Ravi, el conductor de la furgoneta y asistente del equipo médico, carga ahora con un saco de tela verde con pantalones de chándal que ayudarán a soportar mejor el frío a los más pequeños. Coloca el saco en el vestíbulo de la escuela, mientras fuera la multitud se agolpa esperando a que Rosni grite el nombre del niño o niña que debe recogerla. Uno a uno, van pasando tímidamente a por su recompensa.

Edificio de piedra

Con el reparto hecho, la furgoneta se pone de nuevo en marcha para recorrer los trescientos metros que la separan de la siguiente fábrica. El equipo se adentra ahora en un edificio de piedra y ladrillo con pequeñas habitaciones dispuestas a lo largo de un pasillo ancho y oscuro. Parece abandonado, pero aquí viven algunos trabajadores de la fábrica. “En cada habitación viven unas cinco o seis personas”, explica Sudip mientras carga con la caja de medicinas en el brazo. Dos fogones de gas en el suelo, un par de colchas de plástico y algunas mantas es todo lo que tienen.

La consulta se instala en el tejado del edificio. Sudip se sienta en el suelo y los niños hacen cola para pasar el chequeo. Pasang tiene seis años y no digiere la comida adecuadamente. También tiene fiebre por las bajas temperaturas.

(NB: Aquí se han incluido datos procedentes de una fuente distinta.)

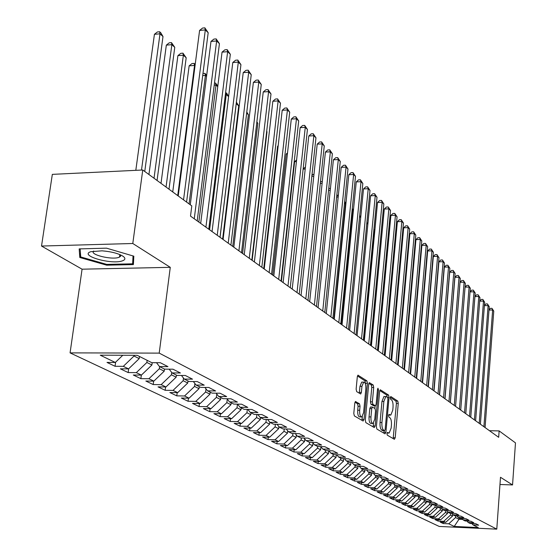 <?xml version="1.0" encoding="UTF-8"?>
<svg xmlns="http://www.w3.org/2000/svg" width="557" height="557" viewBox="0 0 557 557"><rect width="100%" height="100%" fill="white"/><g stroke="black" fill="none" stroke-linecap="round" stroke-linejoin="round"><path stroke-width="0.84" d="M386.948 433.52L387.296 435.163L394.377 439.299L395.205 437.767L398.262 403.414L397.782 401.089L390.791 396.514L390.199 397.552L390.548 399.202L391.46 399.794C392.713 401.005 393.235 403.505 393.033 407.299L392.769 410.175L390.805 415.097L389.009 414.401L388.577 415.487L388.925 417.13L389.844 417.694C391.105 418.871 391.634 421.364 391.425 425.172L391.167 428.068L389.148 433.074L387.394 432.42L386.948 433.52M355.735 401.5L354.788 403.08L353.792 413.412L354.349 415.898L363.108 421.022L364.034 419.428L367.439 383.341L366.903 380.87L357.97 375.174L357.316 376.748L356.132 389.127L356.682 391.627L360.706 394.008L361.361 392.42L361.939 386.328L363.665 382.123C365.26 382.241 365.984 384.476 365.845 388.828L363.596 412.626L361.799 416.942C360.226 416.789 359.516 414.568 359.662 410.265L360.045 406.262L359.495 403.79L355.408 401.493M132.789 243.5L41.524 246.048L82.074 269.191L170.275 267.332L132.789 243.5L142.759 169.996L191.796 205.902L190.508 216.102L498.668 437.315L499.135 430.909L489.45 430.7M170.275 267.332L159.218 353.117L496.781 529.15L439.215 526.442L70.071 352.88L159.218 353.117M499.977 484.493L512.551 484.938L500.492 477.279L496.781 529.15M512.551 484.938L515.476 442.878L499.135 430.909M376.393 426.704L376.908 429.092L385.047 433.847L385.897 432.295L389.058 397.419L388.563 395.052L380.278 389.761L379.658 391.299L376.393 426.704M374.276 427.553L365.845 422.617L365.308 420.18L368.699 384.156L369.333 382.603L373.197 384.991L373.719 387.428L372.368 401.869L372.891 404.298L375.502 405.802L376.142 404.229L377.528 389.287L377.959 388.208L378.502 389.921L375.167 425.98L374.276 427.553M443.33 522.229L443.226 523.545L448.775 523.803L454.227 526.442L478.254 527.57L473.018 524.924L478.651 525.181L475.775 523.719L470.115 523.455L468.159 522.466L473.84 522.731L470.909 521.234L465.199 520.976L463.208 519.966L468.931 520.224L465.944 518.699L460.186 518.442L458.153 517.418L463.932 517.676L460.883 516.116L455.076 515.859L453.001 514.814L458.829 515.072L455.717 513.484L449.861 513.227L447.744 512.155L453.621 512.412L450.446 510.79L444.535 510.539L442.376 509.446L448.308 509.697L445.071 508.047L439.104 507.796L436.897 506.682L442.885 506.933L439.577 505.241L433.562 504.99L431.306 503.855L437.349 504.106L433.966 502.379L427.894 502.136L425.597 500.973L431.696 501.223L428.242 499.462L422.115 499.211L419.769 498.028L425.917 498.271L422.394 496.475L416.204 496.231L413.809 495.02L420.013 495.264L416.413 493.425L410.175 493.182L407.724 491.942L413.983 492.186L410.307 490.306L404.006 490.063L401.5 488.802L407.821 489.039L404.062 487.117L397.698 486.881L395.136 485.586L401.52 485.822L397.67 483.859L391.251 483.622L388.633 482.299L395.08 482.536L391.139 480.524L384.657 480.294L381.977 478.943L388.487 479.173L384.462 477.119L377.918 476.889L375.174 475.504L381.747 475.727L377.625 473.624L371.011 473.401L368.205 471.981L374.84 472.211L370.621 470.052L363.951 469.836L361.075 468.381L367.78 468.604L363.456 466.397L356.717 466.181L353.772 464.698L360.546 464.914L356.118 462.651L349.309 462.442L346.294 460.918L353.131 461.126L348.598 458.815L341.72 458.606L338.635 457.046L345.542 457.255L340.898 454.881L333.949 454.679L330.781 453.085L337.765 453.287L333.002 450.857L325.977 450.655L322.733 449.019L329.786 449.214L324.905 446.721L317.803 446.526L314.482 444.848L321.605 445.036L316.599 442.481L309.427 442.293L306.016 440.573L313.215 440.754L308.077 438.136L300.829 437.948L297.327 436.18L304.602 436.361L299.332 433.673L292 433.492L288.408 431.675L295.767 431.849L290.35 429.085L282.942 428.918L279.252 427.052L286.688 427.219L281.125 424.378L273.633 424.218L269.846 422.303L277.365 422.464L271.649 419.546L264.074 419.386L260.182 417.423L267.785 417.569L261.908 414.575L254.25 414.429L250.246 412.403L257.933 412.542L251.889 409.465L244.147 409.325L240.025 407.244L247.802 407.376L241.585 404.201L233.759 404.076L229.519 401.931L237.386 402.057L230.988 398.791L223.065 398.673L218.699 396.466L226.657 396.584L220.071 393.221L212.057 393.117L207.559 390.847L215.615 390.951L208.833 387.484L200.722 387.387L196.092 385.047L204.238 385.145L197.248 381.573L189.039 381.489L184.27 379.08L192.513 379.157L185.307 375.481L177.001 375.411L172.078 372.925L180.426 372.988L172.99 369.194L164.587 369.138L159.511 366.576L167.956 366.624L160.284 362.711L151.776 362.67L137.203 355.31L100.253 355.185L115.313 362.475L122.791 355.262M443.226 523.545L440.169 522.083L445.746 522.334L443.713 521.352L450.557 515.023L450.697 513.262M438.227 519.751L438.115 521.094L443.713 521.352M438.115 521.094L435.003 519.604L440.622 519.862L438.547 518.852L445.461 512.461L445.607 510.581M433.019 517.223L432.907 518.602L438.547 518.852M432.907 518.602L429.732 517.077L435.4 517.335L433.283 516.311L440.26 509.85L440.42 507.852M427.713 514.654L427.595 516.054L433.283 516.311M427.595 516.054L424.357 514.501L430.074 514.759L427.915 513.714L434.954 507.19L435.128 505.06M422.303 512.022L422.178 513.457L427.915 513.714M422.178 513.457L418.878 511.876L424.643 512.127L422.443 511.061L429.551 504.468L429.732 502.212M416.775 509.349L416.657 510.811L422.443 511.061M416.657 510.811L413.287 509.195L419.101 509.446L416.852 508.36L424.03 501.697L424.225 499.337M411.143 506.612L411.017 508.109L416.852 508.36M411.017 508.109L407.578 506.459L413.447 506.71L411.15 505.596L418.398 498.87L418.586 496.614M405.392 503.82L405.259 505.352L411.15 505.596M405.259 505.352L401.75 503.667L407.668 503.918L405.329 502.783L412.646 495.981L412.828 493.843M399.522 500.973L399.39 502.539L405.329 502.783M399.39 502.539L395.804 500.82L401.778 501.063L399.383 499.908L406.777 493.029L406.951 491.016M393.534 498.062L393.388 499.664L399.383 499.908M393.388 499.664L389.733 497.909L395.755 498.153L393.312 496.969L400.782 490.021L400.943 488.134M387.414 495.089L387.268 496.726L393.312 496.969M387.268 496.726L383.529 494.936L389.608 495.18L387.115 493.968L394.655 486.943L394.809 485.196M381.162 492.054L381.009 493.732L387.115 493.968M381.009 493.732L377.193 491.901L383.327 492.137L380.779 490.905L388.403 483.803L388.542 482.195M374.777 488.955L374.624 490.668L380.779 490.905M374.624 490.668L370.718 488.795L376.915 489.032L374.304 487.772L382.005 480.587L382.151 479.027M368.254 485.781L368.093 487.535L374.304 487.772M368.093 487.535L364.104 485.627L370.349 485.864L367.69 484.569L375.467 477.307L375.613 475.727M361.584 482.543L361.416 484.339L367.69 484.569M361.416 484.339L357.336 482.383L363.644 482.62L360.922 481.297L368.79 473.951L368.936 472.35M354.767 479.229L354.593 481.067L360.922 481.297M354.593 481.067L350.423 479.069L356.793 479.298L354.001 477.948L361.953 470.519L362.106 468.903M347.791 475.838L347.61 477.725L354.001 477.948M347.61 477.725L343.349 475.685L349.775 475.908L346.927 474.529L354.962 467.003L355.115 465.374M340.661 472.371L340.473 474.306L346.927 474.529M340.473 474.306L336.115 472.211L342.604 472.433L339.686 471.02L347.812 463.41L347.965 461.76M333.365 468.82L333.17 470.804L339.686 471.02M333.17 470.804L328.707 468.667L335.258 468.883L332.271 467.434L340.487 459.734L340.647 458.063M325.901 465.186L325.692 467.219L332.271 467.434M325.692 467.219L321.124 465.032L327.739 465.248L324.682 463.765L332.995 455.967L333.156 454.282M318.256 461.468L318.04 463.556L324.682 463.765M318.04 463.556L313.361 461.314L320.045 461.523L316.919 460.005L325.316 452.11L325.49 450.404M310.43 457.659L310.207 459.797L316.919 460.005M310.207 459.797L305.417 457.506L312.164 457.708L308.954 456.155L317.455 448.162L317.629 446.436M302.409 453.753L302.179 455.953L308.954 456.155M302.179 455.953L297.271 453.6L304.087 453.802L300.801 452.214L309.4 444.117L309.588 442.3M294.193 449.75L293.957 452.012L300.801 452.214M293.957 452.012L288.923 449.603L295.809 449.798L292.446 448.169L301.142 439.967L301.351 437.962M285.776 445.649L285.532 447.974L292.446 448.169M285.532 447.974L280.373 445.503L287.328 445.691L283.875 444.02L292.676 435.713L292.905 433.513M277.149 441.443L276.892 443.832L283.875 444.02M276.892 443.832L271.6 441.297L278.625 441.485L275.088 439.772L283.993 431.355L284.251 428.946M268.3 437.134L268.028 439.584L275.088 439.772M268.028 439.584L262.605 436.987L269.706 437.168L266.072 435.407L275.088 426.878L275.374 424.253M259.221 432.705L258.942 435.233L266.072 435.407M258.942 435.233L253.372 432.566L260.551 432.733L256.819 430.93L265.947 422.29L266.26 419.435M249.905 428.159L249.613 430.763L256.819 430.93M249.613 430.763L243.896 428.02L251.151 428.187L247.322 426.335L256.561 417.576L256.909 414.478M240.339 423.494L240.039 426.175L247.322 426.335M240.039 426.175L234.17 423.362L241.494 423.522L237.567 421.614L246.925 412.737L247.301 409.381M230.521 418.704L230.201 421.461L237.567 421.614M230.201 421.461L224.179 418.572L231.587 418.725L227.541 416.768L237.024 407.759L237.435 404.138M220.44 413.774L220.099 416.622L227.541 416.768M220.099 416.622L213.909 413.649L221.401 413.795L217.244 411.783L226.845 402.648L227.263 399.084M210.073 408.713L209.724 411.644L217.244 411.783M209.724 411.644L203.354 408.594L210.929 408.734L206.661 406.666L216.388 397.392L216.784 394.036M199.42 403.512L199.051 406.533L206.661 406.666M199.051 406.533L192.506 403.393L200.158 403.519L195.772 401.395L205.624 391.989L205.999 388.856M188.461 398.151L188.078 401.277L195.772 401.395M188.078 401.277L181.338 398.046L189.088 398.164L184.562 395.978L194.553 386.426L194.908 383.536M177.189 392.643L176.785 395.86L184.562 395.978M176.785 395.86L169.857 392.539L177.683 392.65L173.032 390.394L183.156 380.703L183.483 378.078M165.589 386.962L165.164 390.297L173.032 390.394M165.164 390.297L158.028 386.871L165.951 386.969L161.154 384.65L171.424 374.812L171.723 372.459M153.641 381.12L153.196 384.56L161.154 384.65M153.196 384.56L145.85 381.037L153.857 381.12L148.921 378.732L159.337 368.734L159.608 366.624M141.339 375.091L140.872 378.656L148.921 378.732M140.872 378.656L133.297 375.021L141.401 375.091L136.312 372.633L146.874 362.475L147.152 360.33M128.674 368.769L128.166 372.563L136.312 372.633M128.166 372.563L120.361 368.825L128.563 368.88L123.313 366.339L134.021 356.02L134.119 355.296M115.633 362.168L115.069 366.29L123.313 366.339M115.069 366.29L107.014 362.426L115.313 362.475M159.511 366.576L156.503 362.691M172.078 372.925L169.168 369.166M134.021 356.02L139.208 358.631L139.494 356.466M128.563 368.88L139.208 358.631M184.27 379.08L181.436 375.446M146.874 362.475L151.901 365.002L152.207 362.67M141.401 375.091L151.901 365.002M196.092 385.047L193.335 381.531M159.337 368.734L164.211 371.185L164.482 369.082M153.857 381.12L164.211 371.185M207.559 390.847L204.885 387.435M171.424 374.812L176.158 377.186L176.416 375.112M165.951 386.969L176.158 377.186M218.699 396.466L216.095 393.165M183.156 380.703L187.758 383.014L188.008 380.967M177.683 392.65L187.758 383.014M229.519 401.931L226.984 398.735M194.553 386.426L199.023 388.675L199.267 386.655M189.088 398.164L199.023 388.675M240.025 407.244L237.56 404.138M205.624 391.989L209.968 394.168L210.205 392.177M200.158 403.519L209.968 394.168M250.246 412.403L247.844 409.388M216.388 397.392L220.607 399.515L220.837 397.552M210.929 408.734L220.607 399.515M260.182 417.423L257.842 414.492M226.845 402.648L230.946 404.709L231.176 402.774M221.401 413.795L230.946 404.709M269.846 422.303L267.569 419.463M237.024 407.759L241.014 409.764L241.23 407.849M231.587 418.725L241.014 409.764M279.252 427.052L277.031 424.295M246.925 412.737L250.81 414.687L251.019 412.793M241.494 423.522L250.81 414.687M288.408 431.675L286.242 428.994M256.561 417.576L260.342 419.477L260.551 417.611M251.151 428.187L260.342 419.477M297.327 436.18L295.217 433.569M265.947 422.29L269.63 424.142L269.832 422.29M260.551 432.733L269.63 424.142M306.016 440.573L303.955 438.032M275.088 426.878L278.674 428.681L278.897 426.62M269.706 437.168L278.674 428.681M314.482 444.848L312.47 442.376M283.993 431.355L287.496 433.116L287.732 430.846M278.625 441.485L287.496 433.116M322.733 449.019L320.776 446.61M292.676 435.713L296.087 437.433L296.345 434.968M287.328 445.691L296.087 437.433M330.781 453.085L328.874 450.738M301.142 439.967L304.47 441.638L304.742 439M295.809 449.798L304.47 441.638M338.635 457.046L336.769 454.763M309.4 444.117L312.644 445.746L312.93 442.94M304.087 453.802L312.644 445.746M346.294 460.918L344.47 458.69M317.455 448.162L320.623 449.757L320.923 446.791M312.164 457.708L320.623 449.757M353.772 464.698L351.996 462.526M325.316 452.11L328.407 453.663L328.7 450.731M320.045 461.523L328.407 453.663M361.075 468.381L359.335 466.265M332.995 455.967L336.01 457.485L336.282 454.749M327.739 465.248L336.01 457.485M368.205 471.981L366.506 469.92M340.487 459.734L343.439 461.217L343.683 458.669M335.258 468.883L343.439 461.217M375.174 475.504L373.51 473.485M347.812 463.41L350.687 464.858L350.917 462.491M342.604 472.433L350.687 464.858M381.977 478.943L380.354 476.973M354.962 467.003L357.775 468.416L357.984 466.223M349.775 475.908L357.775 468.416M388.633 482.299L387.038 480.378M361.953 470.519L364.703 471.897L364.898 469.864M356.793 479.298L364.703 471.897M395.136 485.586L393.576 483.713M368.79 473.951L371.477 475.302L371.651 473.422M363.644 482.62L371.477 475.302M401.5 488.802L399.975 486.964M375.467 477.307L378.099 478.63L378.259 476.896M370.349 485.864L378.099 478.63M407.724 491.942L406.227 490.153M382.005 480.587L384.581 481.882L384.727 480.294M376.915 489.032L384.581 481.882M413.809 495.02L412.347 493.265M388.403 483.803L390.917 485.063L391.056 483.525M383.327 492.137L390.917 485.063M419.769 498.028L418.335 496.315M394.655 486.943L397.12 488.183L397.259 486.658M389.608 495.18L397.12 488.183M425.597 500.973L424.197 499.295M400.782 490.021L403.191 491.232L403.324 489.721M395.755 498.153L403.191 491.232M431.306 503.855L429.934 502.219M406.777 493.029L409.137 494.219L409.27 492.722M401.778 501.063L409.137 494.219M436.897 506.682L435.553 505.074M412.646 495.981L414.958 497.143L415.09 495.66M407.668 503.918L414.958 497.143M442.376 509.446L441.053 507.88M418.398 498.87L420.66 500.005L420.786 498.543M413.447 506.71L420.66 500.005M447.744 512.155L446.449 510.623M424.03 501.697L426.251 502.811L426.37 501.363M419.101 509.446L426.251 502.811M453.001 514.814L451.734 513.31M429.551 504.468L431.724 505.561L431.842 504.127M424.643 512.127L431.724 505.561M458.153 517.418L456.907 515.942M434.954 507.19L437.092 508.256L437.203 506.835M430.074 514.759L437.092 508.256M463.208 519.966L461.983 518.525M440.26 509.85L442.349 510.901L442.467 509.488M435.4 517.335L442.349 510.901M468.159 522.466L466.961 521.053M445.461 512.461L447.508 513.491L447.626 512.015M440.622 519.862L447.508 513.491M473.018 524.924L471.842 523.538M450.557 515.023L452.569 516.033L452.688 514.445M445.746 522.334L452.569 516.033M142.759 169.996L52.33 174.369L41.524 246.048M82.074 269.191L70.071 352.88M459.1 517.899L458.996 519.263L462.756 519.43M448.775 523.803L455.556 517.537L455.682 515.886M455.556 517.537L458.996 519.263L454.227 526.442M106.7 265.181L133.395 264.589L133.826 256.178L106.512 248.164L79.178 248.902L79.804 257.494L106.7 265.181L106.812 264.401M387.018 433.067L388.633 433.067M388.633 415.104L390.269 415.083M393.172 438.596L396.41 403.386L395.923 401.061L390.227 397.343M387.199 397.03L386.683 395.031L379.797 390.534M383.836 433.137L384.149 430.679M384.546 430.672L385.145 429.586L387.93 398.93L387.581 397.273L385.827 396.528L383.864 401.444L381.935 422.519C381.719 426.404 382.262 428.925 383.557 430.088L384.546 430.672L382.84 430.631M384.518 396.507L383.94 396.5L381.963 401.416L383.864 401.444M382.645 430.631L381.656 430.046C380.361 428.883 379.818 426.363 380.034 422.484L381.963 401.416M368.838 383.383L371.268 384.971L373.197 384.991M373.643 405.74L370.969 404.264L370.44 401.841L371.791 387.407L371.268 384.971M375.112 405.795L374.868 408.455M373.51 423.118L373.246 425.938L375.167 425.98M370.962 416.935C370.816 421.12 371.498 423.299 373.002 423.473L374.757 419.205L375.522 410.941L375 408.532L372.389 407.042L371.742 408.622L370.962 416.935L369.033 416.894C368.887 421.085 369.57 423.264 371.073 423.431L372.515 423.459M372.327 407.07L370.461 407.007L369.813 408.587L371.742 408.622M369.033 416.894L369.813 408.587M373.072 426.843L373.246 425.938M361.263 416.935L359.836 416.908C358.262 416.754 357.552 414.526 357.698 410.231L358.081 406.234L357.531 403.755L354.962 402.196M362.287 382.109L361.716 382.102L359.982 386.3L361.939 386.328M359.244 393.228L359.982 386.3M365.441 383.926L364.96 380.856L357.462 375.961M361.897 420.312L362.349 416.539M80.438 253.101L79.804 257.494M483.908 426.725L492.646 310.012L493.767 311.105L485.07 427.553M489.025 309.803L490.432 308.355L491.977 308.341L492.646 310.012L489.004 310.04M491.977 308.341L493.767 311.105M479.208 423.348L488.12 305.598L489.255 306.705L480.392 424.197M484.416 305.431L485.885 303.934L487.445 303.913L488.12 305.598L484.402 305.633M487.445 303.913L489.255 306.705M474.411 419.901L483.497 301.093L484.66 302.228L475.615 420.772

A su hermana Raj, de cuatro años, le sangra la nariz a menudo por el mismo motivo. “Algunas veces vienen niños solos y con dolencias graves y tenemos que ir a por los padres para darles la medicación o mandarlos al hospital”, afirma Unnati, mientras apunta en una libreta los datos de los niños y sus diagnósticos.

A pesar del decreto de Regulación del Trabajo Infantil aprobado por el Gobierno de Nepal en 1999 que prohíbe a los menores de 14 años participar en cualquier actividad laboral y la ratificación de múltiples convenios internacionales de protección de menores, el 37% de los menores entre 5 y 17 años en Nepal trabajan. La falta de programas concretos y el escaso presupuesto contribuyen a que esta situación se mantenga, pero no son los únicos motivos. “Es difícil rescatar a los niños que trabajan en el sector informal con el consentimiento de los padres”, asegura Namuna Bhusal, directora de programas del Central Child Welfare Board (CCWB), un organismo gubernamental encargado de proteger los derechos de los niños. “Debemos concienciarles de que lo que hoy es una ayuda para la economía familiar, mañana supondrá una falta de futuro para sus hijos”, sentencia.